Case study: Start the Conversation
Lucy, Kitty, Hannah, Mia and Charli are a student action group devoted to advocating for the revision of the sexual education and consent curriculum in Victorian government schools, with an end-goal of reducing rape culture in the wider community. After some unfortunate events at their school, they took the initiative and facilitated a series of student-led discussion forums to research their cohort’s understanding of respectful relationships and identify gaps in their knowledge that they could help fill.
After identifying an issue with how the Respectful Relationships program is delivered in schools, the group used Instagram and social media to facilitate three student-led discussion forums, each with a different focus.

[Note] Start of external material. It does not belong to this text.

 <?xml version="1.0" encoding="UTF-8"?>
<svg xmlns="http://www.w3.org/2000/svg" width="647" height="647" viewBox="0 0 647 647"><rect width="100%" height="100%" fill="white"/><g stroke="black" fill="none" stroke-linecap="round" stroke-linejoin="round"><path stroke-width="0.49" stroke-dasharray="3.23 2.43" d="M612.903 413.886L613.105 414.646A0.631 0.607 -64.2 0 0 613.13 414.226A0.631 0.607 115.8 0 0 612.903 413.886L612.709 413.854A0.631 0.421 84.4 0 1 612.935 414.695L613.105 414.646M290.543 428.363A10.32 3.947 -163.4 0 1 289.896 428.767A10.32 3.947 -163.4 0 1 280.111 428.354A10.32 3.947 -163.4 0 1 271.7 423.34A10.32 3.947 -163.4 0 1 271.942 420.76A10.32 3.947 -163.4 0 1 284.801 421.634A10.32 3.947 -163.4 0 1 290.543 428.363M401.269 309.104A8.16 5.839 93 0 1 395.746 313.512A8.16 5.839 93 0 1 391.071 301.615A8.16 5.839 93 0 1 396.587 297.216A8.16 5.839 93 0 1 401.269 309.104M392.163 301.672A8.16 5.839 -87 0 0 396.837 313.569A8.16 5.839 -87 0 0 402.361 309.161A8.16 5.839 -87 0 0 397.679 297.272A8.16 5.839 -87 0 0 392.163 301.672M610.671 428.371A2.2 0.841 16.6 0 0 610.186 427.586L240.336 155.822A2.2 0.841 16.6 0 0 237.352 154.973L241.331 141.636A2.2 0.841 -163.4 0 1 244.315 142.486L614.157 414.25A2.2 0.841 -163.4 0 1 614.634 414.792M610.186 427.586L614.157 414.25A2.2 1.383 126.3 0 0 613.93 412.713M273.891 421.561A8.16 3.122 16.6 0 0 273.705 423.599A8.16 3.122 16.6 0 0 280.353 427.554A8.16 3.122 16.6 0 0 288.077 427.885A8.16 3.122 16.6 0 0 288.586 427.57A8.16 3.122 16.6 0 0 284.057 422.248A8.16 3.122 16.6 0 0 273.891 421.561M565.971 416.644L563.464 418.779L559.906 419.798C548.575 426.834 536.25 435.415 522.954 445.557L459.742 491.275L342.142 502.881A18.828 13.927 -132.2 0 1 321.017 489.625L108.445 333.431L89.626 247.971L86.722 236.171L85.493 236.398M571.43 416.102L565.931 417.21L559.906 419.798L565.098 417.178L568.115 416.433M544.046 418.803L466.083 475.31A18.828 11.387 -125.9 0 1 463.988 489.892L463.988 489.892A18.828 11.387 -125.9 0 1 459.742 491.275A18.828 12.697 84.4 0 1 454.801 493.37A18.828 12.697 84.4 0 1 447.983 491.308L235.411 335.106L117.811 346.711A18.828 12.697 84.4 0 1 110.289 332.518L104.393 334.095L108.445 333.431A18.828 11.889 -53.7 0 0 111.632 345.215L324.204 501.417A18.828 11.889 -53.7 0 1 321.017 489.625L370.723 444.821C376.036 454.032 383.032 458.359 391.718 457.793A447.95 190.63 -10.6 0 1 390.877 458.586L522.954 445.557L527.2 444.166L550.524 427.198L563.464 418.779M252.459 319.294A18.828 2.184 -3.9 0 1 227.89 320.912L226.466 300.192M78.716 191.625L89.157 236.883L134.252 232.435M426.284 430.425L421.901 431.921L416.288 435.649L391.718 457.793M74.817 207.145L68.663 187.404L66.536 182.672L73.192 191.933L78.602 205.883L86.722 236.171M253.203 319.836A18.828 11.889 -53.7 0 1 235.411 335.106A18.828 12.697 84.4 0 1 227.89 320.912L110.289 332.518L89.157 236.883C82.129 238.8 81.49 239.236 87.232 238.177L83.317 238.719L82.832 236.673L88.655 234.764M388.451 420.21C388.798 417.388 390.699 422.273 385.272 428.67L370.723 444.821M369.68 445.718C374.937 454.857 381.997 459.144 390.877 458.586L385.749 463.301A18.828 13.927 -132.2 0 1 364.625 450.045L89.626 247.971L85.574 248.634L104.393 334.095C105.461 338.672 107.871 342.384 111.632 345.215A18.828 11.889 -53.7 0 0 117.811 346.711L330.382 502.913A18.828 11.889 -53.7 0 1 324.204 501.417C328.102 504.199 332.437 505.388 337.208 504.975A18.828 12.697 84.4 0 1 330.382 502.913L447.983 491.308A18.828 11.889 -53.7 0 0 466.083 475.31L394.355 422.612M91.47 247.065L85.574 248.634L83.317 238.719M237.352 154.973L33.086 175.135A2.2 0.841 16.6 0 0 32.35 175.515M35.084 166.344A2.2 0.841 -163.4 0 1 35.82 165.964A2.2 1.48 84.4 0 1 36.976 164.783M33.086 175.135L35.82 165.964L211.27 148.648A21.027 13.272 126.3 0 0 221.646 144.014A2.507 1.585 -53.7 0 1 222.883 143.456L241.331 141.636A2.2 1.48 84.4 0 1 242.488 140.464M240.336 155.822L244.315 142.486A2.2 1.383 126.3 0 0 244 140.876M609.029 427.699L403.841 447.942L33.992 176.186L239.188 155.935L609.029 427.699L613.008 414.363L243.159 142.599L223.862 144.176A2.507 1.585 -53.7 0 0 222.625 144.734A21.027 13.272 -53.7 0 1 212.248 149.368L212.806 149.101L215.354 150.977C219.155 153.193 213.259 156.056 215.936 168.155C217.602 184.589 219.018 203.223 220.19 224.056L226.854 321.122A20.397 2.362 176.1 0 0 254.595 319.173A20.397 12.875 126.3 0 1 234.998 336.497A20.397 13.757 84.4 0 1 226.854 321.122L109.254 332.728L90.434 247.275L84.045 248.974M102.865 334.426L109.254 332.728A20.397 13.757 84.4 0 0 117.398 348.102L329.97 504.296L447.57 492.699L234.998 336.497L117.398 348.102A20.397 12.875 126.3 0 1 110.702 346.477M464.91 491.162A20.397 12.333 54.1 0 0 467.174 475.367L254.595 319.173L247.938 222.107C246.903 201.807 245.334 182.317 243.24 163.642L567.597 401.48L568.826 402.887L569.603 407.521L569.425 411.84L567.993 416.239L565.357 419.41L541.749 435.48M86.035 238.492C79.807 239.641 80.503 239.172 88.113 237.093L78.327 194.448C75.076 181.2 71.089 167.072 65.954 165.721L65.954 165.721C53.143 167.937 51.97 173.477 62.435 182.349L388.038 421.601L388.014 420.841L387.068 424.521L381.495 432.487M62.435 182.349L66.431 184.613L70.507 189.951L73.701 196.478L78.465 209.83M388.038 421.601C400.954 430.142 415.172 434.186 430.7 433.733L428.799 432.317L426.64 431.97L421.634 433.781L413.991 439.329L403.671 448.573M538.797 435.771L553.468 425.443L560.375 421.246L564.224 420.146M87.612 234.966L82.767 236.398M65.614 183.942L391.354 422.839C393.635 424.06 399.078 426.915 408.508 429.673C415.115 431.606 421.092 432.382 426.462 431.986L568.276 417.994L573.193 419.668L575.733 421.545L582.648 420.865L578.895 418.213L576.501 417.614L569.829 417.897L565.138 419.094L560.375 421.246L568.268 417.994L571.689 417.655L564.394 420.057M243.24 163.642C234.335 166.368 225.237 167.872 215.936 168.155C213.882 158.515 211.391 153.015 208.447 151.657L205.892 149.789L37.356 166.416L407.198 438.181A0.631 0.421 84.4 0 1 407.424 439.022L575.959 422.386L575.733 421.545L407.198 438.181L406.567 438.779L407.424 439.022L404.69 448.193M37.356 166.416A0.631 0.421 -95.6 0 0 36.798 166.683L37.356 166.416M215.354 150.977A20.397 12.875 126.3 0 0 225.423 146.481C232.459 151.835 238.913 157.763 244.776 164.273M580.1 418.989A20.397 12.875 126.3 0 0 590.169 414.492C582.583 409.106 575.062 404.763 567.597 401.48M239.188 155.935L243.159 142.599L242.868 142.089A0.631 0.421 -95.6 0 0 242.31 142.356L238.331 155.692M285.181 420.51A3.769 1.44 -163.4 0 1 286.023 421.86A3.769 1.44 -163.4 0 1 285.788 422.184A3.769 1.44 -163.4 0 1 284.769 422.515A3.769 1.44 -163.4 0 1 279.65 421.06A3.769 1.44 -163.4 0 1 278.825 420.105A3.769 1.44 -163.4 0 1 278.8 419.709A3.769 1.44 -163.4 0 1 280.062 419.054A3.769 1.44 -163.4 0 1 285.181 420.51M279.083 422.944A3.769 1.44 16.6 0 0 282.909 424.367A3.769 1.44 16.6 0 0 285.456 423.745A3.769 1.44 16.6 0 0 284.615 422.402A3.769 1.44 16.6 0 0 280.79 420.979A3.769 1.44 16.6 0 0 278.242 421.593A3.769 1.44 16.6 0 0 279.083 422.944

The focus of the first forum was to create a space where all students felt comfortable to share their thoughts and feelings. This was achieved by first sharing their own experiences and then opening the floor for other students. After the success of the first forum, the second forum was more structured and asked the question “What do you want to learn about?”. Due to the popularity of the second forum, they decided to run a third to continue to collect qualitative data. In the third forum, Start the Conversation engaged and invited in Northern Centre Against Sexual Assault (NCASA) who were able to listen to students concerns and be onsite to support students as they discussed this sensitive information.
Get the students' report below!
Once all the information from the forums was gathered, the students arranged a meeting with their school's leadership team, wellbeing staff and the Respectful Relationship representative for the area to share the findings and discuss a way forward. The meeting was successful, and they began to work and build a strong relationship with NCASA to develop educational programs they can deliver to the school based on the needs identified at the forums.
Start the Conversation were also invited to participate in a Respectful Relationships Student Voice Pilot program, where they were able to voice the concerns of the students and school directly and learn more about the program. After this meeting and independent research, they identified two issues with the current Respectful Relationships program:
Teachers who are expected to deliver this program don’t receive enough support or training (there are only 34 support staff to support over 1000 schools and teachers!)
Students need to be asked more frequently what they feel they need to learn because students will always have the most relevant answer.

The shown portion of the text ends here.